[SOURCE DATA Boundary: Start]

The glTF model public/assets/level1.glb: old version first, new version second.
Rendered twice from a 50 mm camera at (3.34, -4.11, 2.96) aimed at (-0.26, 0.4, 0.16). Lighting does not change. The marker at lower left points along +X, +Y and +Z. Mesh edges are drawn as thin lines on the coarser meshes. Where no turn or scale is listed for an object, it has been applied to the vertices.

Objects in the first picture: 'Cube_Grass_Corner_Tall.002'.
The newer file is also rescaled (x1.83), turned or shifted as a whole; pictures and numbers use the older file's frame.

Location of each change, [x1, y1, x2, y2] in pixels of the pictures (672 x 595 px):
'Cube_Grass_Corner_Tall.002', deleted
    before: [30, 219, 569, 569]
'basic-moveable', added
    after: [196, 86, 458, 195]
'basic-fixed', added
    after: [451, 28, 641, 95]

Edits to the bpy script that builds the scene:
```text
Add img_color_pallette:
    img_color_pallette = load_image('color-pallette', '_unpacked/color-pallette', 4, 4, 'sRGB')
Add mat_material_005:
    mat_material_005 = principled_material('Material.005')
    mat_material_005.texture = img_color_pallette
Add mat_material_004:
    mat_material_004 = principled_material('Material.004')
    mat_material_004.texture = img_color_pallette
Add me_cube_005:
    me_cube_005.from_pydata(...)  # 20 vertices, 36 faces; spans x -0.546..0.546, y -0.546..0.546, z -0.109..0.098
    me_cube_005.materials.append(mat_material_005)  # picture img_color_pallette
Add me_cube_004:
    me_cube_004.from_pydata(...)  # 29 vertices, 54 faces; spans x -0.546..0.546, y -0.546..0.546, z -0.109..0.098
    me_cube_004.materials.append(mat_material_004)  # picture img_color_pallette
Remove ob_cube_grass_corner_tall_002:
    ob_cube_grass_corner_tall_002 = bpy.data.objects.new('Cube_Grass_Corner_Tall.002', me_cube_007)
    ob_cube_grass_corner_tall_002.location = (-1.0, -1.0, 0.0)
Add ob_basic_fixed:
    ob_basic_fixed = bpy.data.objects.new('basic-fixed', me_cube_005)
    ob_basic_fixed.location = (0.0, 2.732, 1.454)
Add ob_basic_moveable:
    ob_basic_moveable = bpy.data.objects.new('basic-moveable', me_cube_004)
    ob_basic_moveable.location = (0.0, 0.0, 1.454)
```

[SOURCE DATA Boundary: End]

| EXERCISE |
Line by line, repeat everything in the records verbatim.

| COMPLETED EXERCISE |
The glTF model public/assets/level1.glb: old version first, new version second.
Rendered twice from a 50 mm camera at (3.34, -4.11, 2.96) aimed at (-0.26, 0.4, 0.16). Lighting does not change. The marker at lower left points along +X, +Y and +Z. Mesh edges are drawn as thin lines on the coarser meshes. Where no turn or scale is listed for an object, it has been applied to the vertices.

Objects in the first picture: 'Cube_Grass_Corner_Tall.002'.
The newer file is also rescaled (x1.83), turned or shifted as a whole; pictures and numbers use the older file's frame.

Location of each change, [x1, y1, x2, y2] in pixels of the pictures (672 x 595 px):
'Cube_Grass_Corner_Tall.002', deleted
    before: [30, 219, 569, 569]
'basic-moveable', added
    after: [196, 86, 458, 195]
'basic-fixed', added
    after: [451, 28, 641, 95]

Edits to the bpy script that builds the scene:
```text
Add img_color_pallette:
    img_color_pallette = load_image('color-pallette', '_unpacked/color-pallette', 4, 4, 'sRGB')
Add mat_material_005:
    mat_material_005 = principled_material('Material.005')
    mat_material_005.texture = img_color_pallette
Add mat_material_004:
    mat_material_004 = principled_material('Material.004')
    mat_material_004.texture = img_color_pallette
Add me_cube_005:
    me_cube_005.from_pydata(...)  # 20 vertices, 36 faces; spans x -0.546..0.546, y -0.546..0.546, z -0.109..0.098
    me_cube_005.materials.append(mat_material_005)  # picture img_color_pallette
Add me_cube_004:
    me_cube_004.from_pydata(...)  # 29 vertices, 54 faces; spans x -0.546..0.546, y -0.546..0.546, z -0.109..0.098
    me_cube_004.materials.append(mat_material_004)  # picture img_color_pallette
Remove ob_cube_grass_corner_tall_002:
    ob_cube_grass_corner_tall_002 = bpy.data.objects.new('Cube_Grass_Corner_Tall.002', me_cube_007)
    ob_cube_grass_corner_tall_002.location = (-1.0, -1.0, 0.0)
Add ob_basic_fixed:
    ob_basic_fixed = bpy.data.objects.new('basic-fixed', me_cube_005)
    ob_basic_fixed.location = (0.0, 2.732, 1.454)
Add ob_basic_moveable:
    ob_basic_moveable = bpy.data.objects.new('basic-moveable', me_cube_004)
    ob_basic_moveable.location = (0.0, 0.0, 1.454)
```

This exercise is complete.